Content starts
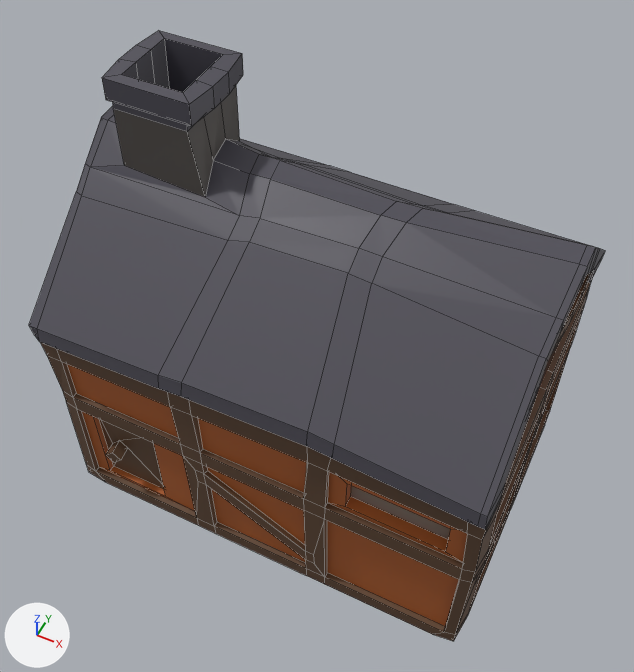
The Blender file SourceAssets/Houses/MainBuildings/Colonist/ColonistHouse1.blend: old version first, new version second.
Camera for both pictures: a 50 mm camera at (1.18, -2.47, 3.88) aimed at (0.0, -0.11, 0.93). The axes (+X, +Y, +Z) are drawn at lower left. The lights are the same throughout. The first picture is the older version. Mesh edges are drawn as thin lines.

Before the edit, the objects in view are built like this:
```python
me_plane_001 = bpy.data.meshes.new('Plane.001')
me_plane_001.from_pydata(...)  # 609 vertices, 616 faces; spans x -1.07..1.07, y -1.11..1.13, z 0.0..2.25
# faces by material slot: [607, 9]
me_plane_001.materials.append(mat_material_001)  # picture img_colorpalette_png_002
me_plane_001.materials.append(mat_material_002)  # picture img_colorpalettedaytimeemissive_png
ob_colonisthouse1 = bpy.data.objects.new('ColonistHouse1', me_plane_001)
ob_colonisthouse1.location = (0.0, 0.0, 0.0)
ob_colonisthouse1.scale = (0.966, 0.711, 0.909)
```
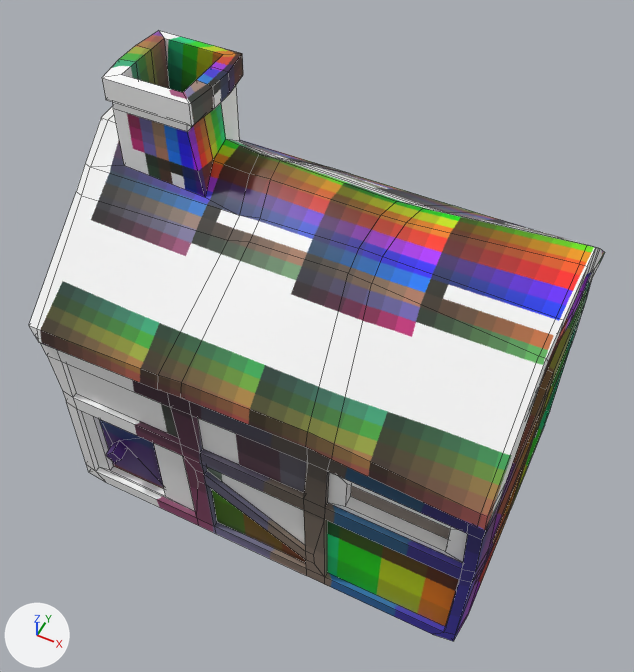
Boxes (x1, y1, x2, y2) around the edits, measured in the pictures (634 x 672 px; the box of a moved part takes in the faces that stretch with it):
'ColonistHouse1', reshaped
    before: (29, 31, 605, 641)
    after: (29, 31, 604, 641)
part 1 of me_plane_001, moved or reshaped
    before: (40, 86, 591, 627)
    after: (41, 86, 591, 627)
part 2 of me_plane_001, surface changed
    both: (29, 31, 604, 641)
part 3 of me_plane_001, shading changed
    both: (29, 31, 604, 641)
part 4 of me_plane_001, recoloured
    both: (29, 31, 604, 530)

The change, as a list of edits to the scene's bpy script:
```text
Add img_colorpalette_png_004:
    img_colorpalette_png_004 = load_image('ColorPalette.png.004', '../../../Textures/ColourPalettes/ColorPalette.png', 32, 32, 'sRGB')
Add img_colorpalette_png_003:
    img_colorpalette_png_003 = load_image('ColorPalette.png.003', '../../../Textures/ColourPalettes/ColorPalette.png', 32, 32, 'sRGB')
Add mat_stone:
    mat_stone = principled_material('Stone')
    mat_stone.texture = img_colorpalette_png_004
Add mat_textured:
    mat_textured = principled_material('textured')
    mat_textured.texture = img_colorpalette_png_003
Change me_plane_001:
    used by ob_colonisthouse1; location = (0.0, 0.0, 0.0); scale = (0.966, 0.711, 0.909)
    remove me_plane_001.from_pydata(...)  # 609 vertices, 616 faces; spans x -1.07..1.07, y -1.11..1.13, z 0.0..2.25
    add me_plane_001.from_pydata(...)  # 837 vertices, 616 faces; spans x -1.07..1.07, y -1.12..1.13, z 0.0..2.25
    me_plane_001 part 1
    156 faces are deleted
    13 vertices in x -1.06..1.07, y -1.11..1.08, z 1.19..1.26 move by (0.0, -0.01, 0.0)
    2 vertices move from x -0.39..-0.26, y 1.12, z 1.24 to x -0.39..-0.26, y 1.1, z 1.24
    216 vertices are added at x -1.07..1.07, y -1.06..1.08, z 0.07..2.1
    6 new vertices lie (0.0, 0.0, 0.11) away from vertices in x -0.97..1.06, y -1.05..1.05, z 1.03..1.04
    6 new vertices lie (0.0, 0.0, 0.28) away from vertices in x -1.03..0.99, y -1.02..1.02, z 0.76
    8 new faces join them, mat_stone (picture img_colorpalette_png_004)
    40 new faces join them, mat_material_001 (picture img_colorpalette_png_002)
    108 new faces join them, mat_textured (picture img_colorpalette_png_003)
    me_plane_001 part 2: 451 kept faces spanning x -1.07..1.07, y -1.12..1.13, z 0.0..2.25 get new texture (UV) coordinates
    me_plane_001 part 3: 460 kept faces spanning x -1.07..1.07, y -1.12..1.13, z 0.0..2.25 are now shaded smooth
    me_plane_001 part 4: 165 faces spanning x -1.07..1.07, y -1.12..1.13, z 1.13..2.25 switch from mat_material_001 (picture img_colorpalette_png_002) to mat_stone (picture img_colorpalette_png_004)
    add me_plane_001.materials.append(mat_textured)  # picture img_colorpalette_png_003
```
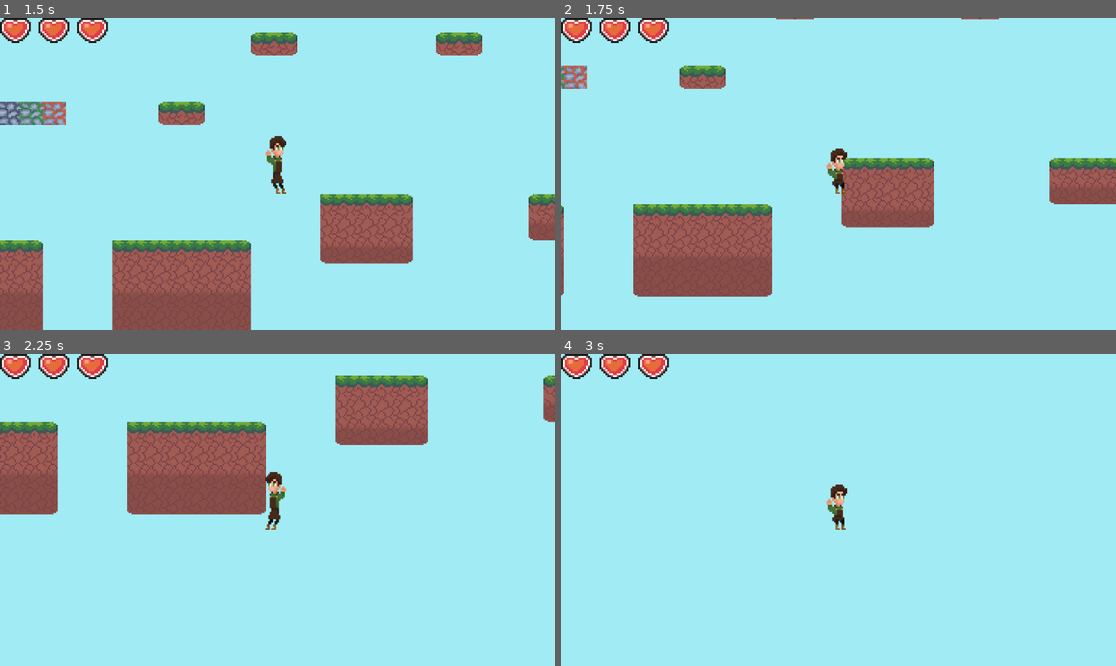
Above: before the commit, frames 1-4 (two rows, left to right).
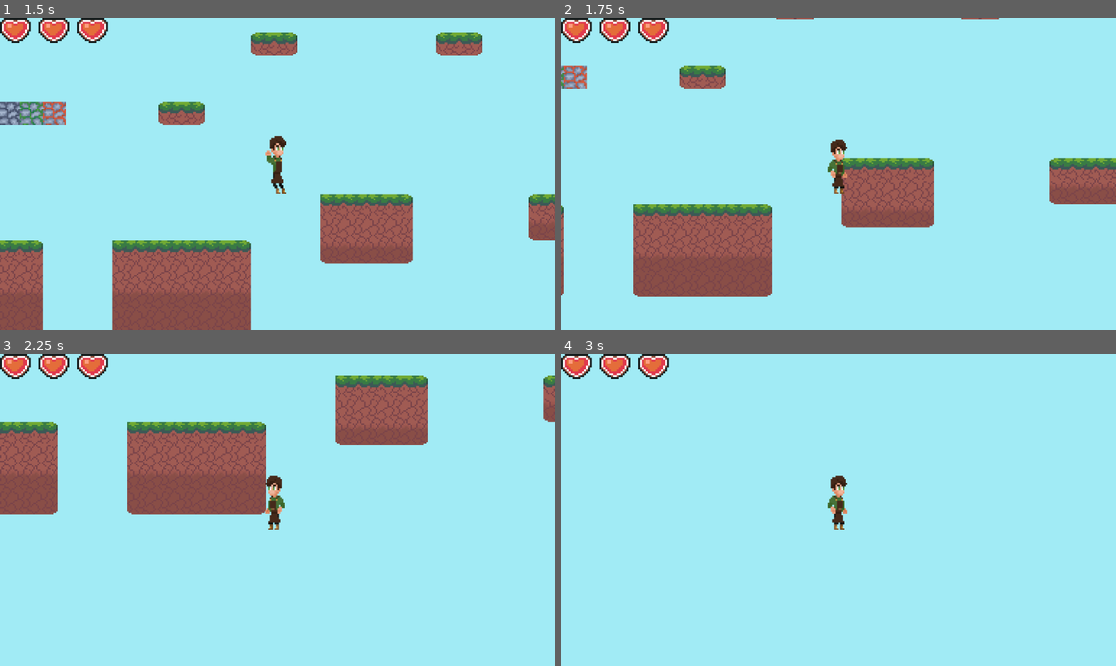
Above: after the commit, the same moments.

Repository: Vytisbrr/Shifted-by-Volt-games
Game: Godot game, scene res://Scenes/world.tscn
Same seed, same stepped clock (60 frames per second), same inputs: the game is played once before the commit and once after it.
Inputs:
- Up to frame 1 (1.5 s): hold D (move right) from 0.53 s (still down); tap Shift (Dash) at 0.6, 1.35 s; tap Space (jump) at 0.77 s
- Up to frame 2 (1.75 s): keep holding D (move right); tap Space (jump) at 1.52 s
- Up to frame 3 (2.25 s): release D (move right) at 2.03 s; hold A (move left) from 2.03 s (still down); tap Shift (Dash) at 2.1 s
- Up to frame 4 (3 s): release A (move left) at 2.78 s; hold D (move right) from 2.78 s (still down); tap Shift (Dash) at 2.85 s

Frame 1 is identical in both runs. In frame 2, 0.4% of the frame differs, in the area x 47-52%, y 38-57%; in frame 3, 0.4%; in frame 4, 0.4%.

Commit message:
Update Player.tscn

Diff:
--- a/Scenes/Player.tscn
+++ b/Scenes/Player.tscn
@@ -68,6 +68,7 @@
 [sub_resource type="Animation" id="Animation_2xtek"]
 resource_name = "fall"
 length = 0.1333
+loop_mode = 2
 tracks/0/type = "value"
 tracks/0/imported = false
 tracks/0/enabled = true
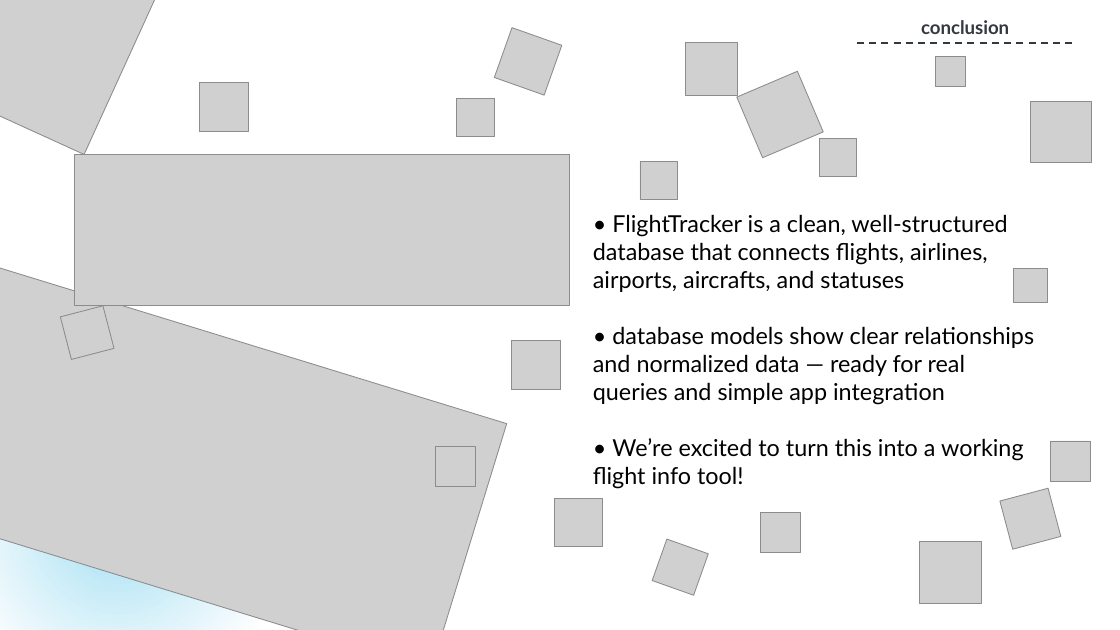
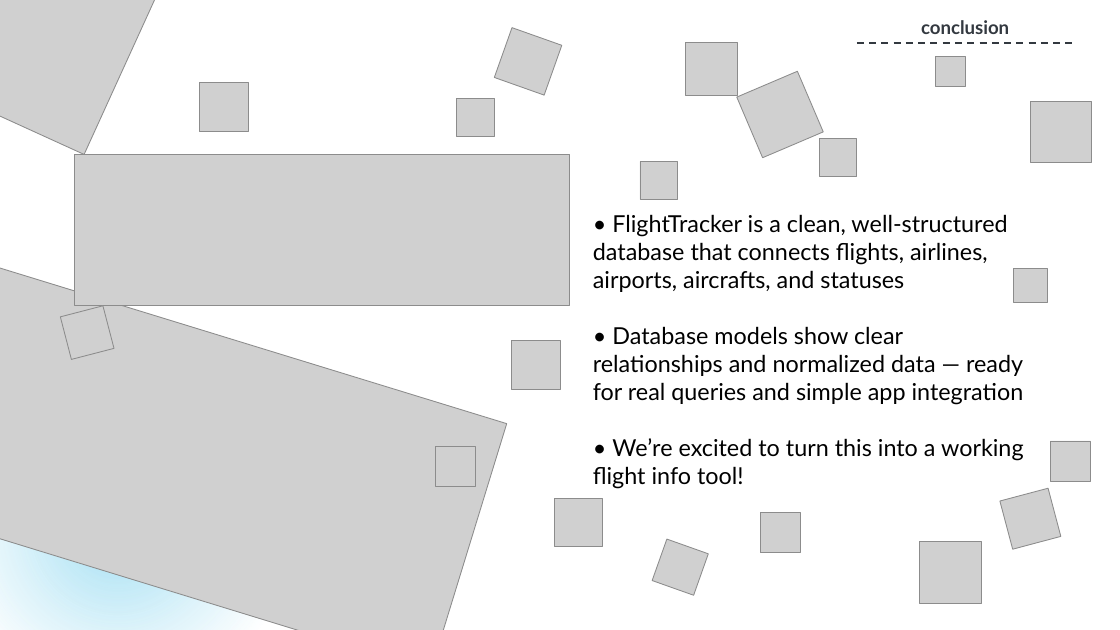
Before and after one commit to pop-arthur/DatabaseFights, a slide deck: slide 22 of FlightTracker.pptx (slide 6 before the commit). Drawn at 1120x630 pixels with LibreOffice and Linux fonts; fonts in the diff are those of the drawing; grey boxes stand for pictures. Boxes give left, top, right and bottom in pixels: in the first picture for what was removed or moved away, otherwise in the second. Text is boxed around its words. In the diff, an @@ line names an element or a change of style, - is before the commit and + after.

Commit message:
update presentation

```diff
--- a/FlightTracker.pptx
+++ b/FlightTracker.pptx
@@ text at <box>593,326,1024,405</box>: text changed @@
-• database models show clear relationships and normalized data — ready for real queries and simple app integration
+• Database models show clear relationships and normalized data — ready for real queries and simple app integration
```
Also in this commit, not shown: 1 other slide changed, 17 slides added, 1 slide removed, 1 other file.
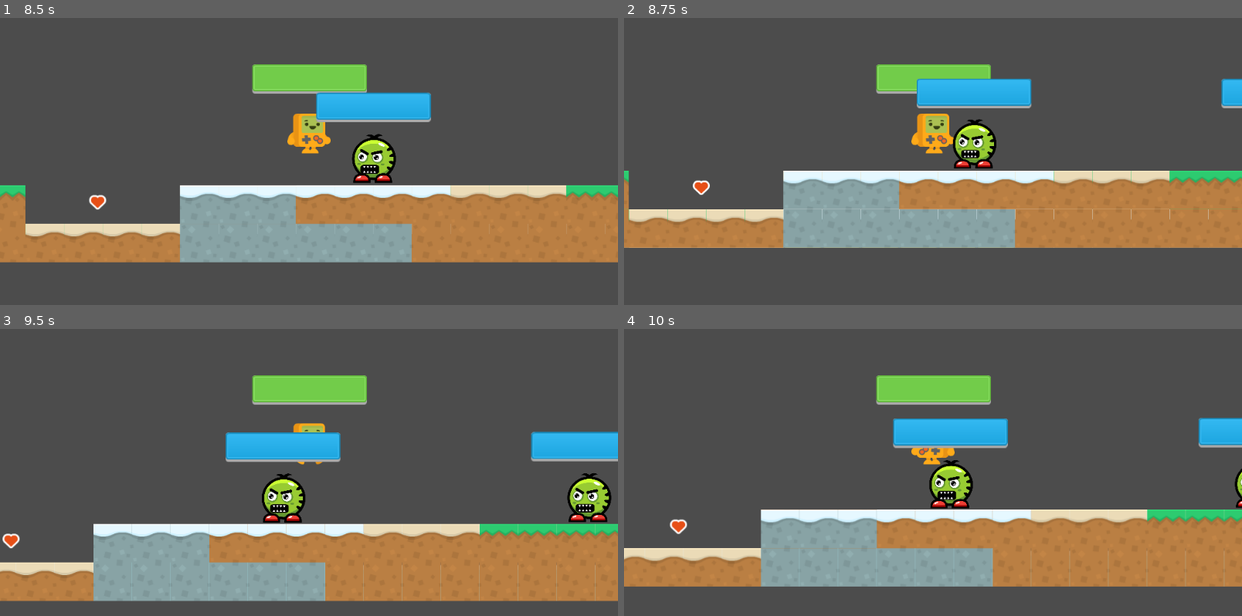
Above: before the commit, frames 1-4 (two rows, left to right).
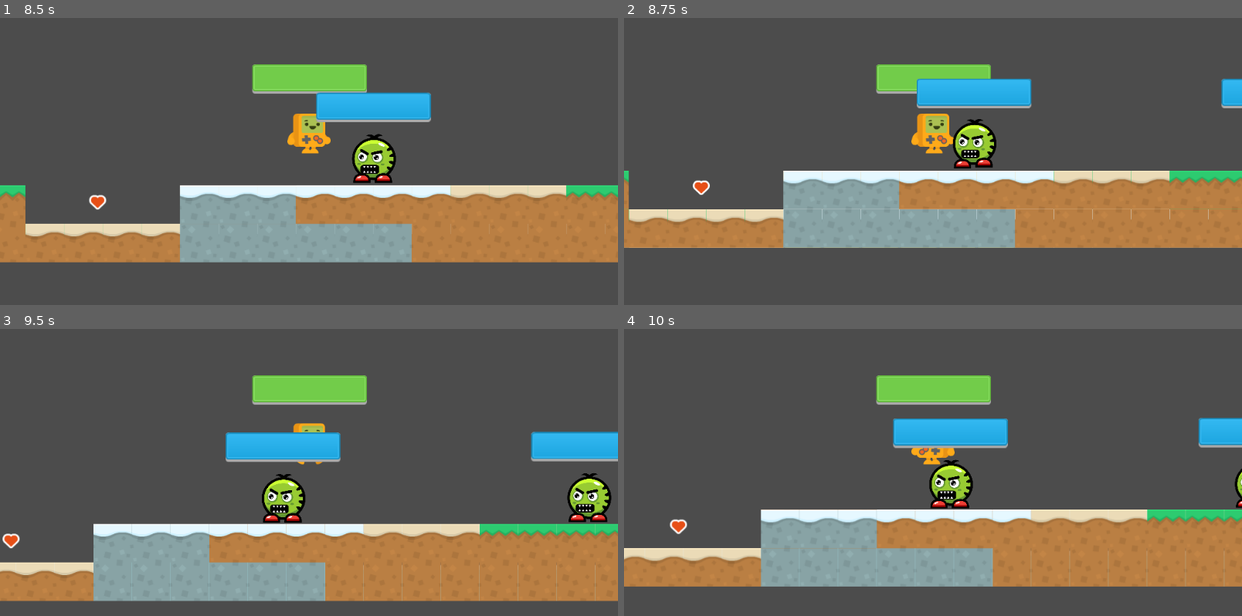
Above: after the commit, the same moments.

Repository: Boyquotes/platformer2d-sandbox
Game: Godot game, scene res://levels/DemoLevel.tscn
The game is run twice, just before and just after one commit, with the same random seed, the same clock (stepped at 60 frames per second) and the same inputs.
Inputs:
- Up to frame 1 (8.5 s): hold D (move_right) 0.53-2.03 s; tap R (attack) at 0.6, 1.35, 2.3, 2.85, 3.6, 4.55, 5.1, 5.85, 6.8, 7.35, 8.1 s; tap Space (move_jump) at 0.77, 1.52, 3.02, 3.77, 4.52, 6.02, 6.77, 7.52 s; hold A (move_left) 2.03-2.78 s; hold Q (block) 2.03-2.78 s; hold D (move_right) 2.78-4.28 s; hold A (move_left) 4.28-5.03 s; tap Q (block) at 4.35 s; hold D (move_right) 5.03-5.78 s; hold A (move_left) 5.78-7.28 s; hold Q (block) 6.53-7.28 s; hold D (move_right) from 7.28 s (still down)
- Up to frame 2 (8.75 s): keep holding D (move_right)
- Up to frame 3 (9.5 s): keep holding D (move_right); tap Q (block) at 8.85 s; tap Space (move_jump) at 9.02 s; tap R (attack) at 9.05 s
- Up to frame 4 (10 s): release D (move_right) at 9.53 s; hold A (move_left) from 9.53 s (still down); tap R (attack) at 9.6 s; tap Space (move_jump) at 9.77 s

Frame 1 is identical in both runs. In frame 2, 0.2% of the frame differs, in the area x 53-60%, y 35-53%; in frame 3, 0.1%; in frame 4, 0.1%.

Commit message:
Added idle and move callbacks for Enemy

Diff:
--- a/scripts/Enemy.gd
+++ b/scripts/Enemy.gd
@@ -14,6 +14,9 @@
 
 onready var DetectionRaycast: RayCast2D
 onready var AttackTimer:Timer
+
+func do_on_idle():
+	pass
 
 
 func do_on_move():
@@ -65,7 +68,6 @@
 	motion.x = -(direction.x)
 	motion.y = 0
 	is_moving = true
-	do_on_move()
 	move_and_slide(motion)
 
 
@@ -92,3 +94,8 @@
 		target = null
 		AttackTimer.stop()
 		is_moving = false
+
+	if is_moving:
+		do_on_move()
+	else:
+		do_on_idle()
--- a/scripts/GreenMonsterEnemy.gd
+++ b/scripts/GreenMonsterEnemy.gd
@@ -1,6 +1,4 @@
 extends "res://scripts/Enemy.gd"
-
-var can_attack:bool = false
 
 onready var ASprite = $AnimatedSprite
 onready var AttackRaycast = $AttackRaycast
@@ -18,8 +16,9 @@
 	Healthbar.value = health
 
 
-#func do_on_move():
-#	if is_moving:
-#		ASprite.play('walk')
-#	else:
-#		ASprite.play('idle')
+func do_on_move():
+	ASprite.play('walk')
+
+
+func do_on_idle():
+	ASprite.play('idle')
Content ends
- _GOAL OF THE EXERCISE_
Gather every line from the listing above in which the word "join" appears.

- _ANSWER TO THIS PROBLEM_
    8 new faces join them, mat_stone (picture img_colorpalette_png_004)
    40 new faces join them, mat_material_001 (picture img_colorpalette_png_002)
    108 new faces join them, mat_textured (picture img_colorpalette_png_003)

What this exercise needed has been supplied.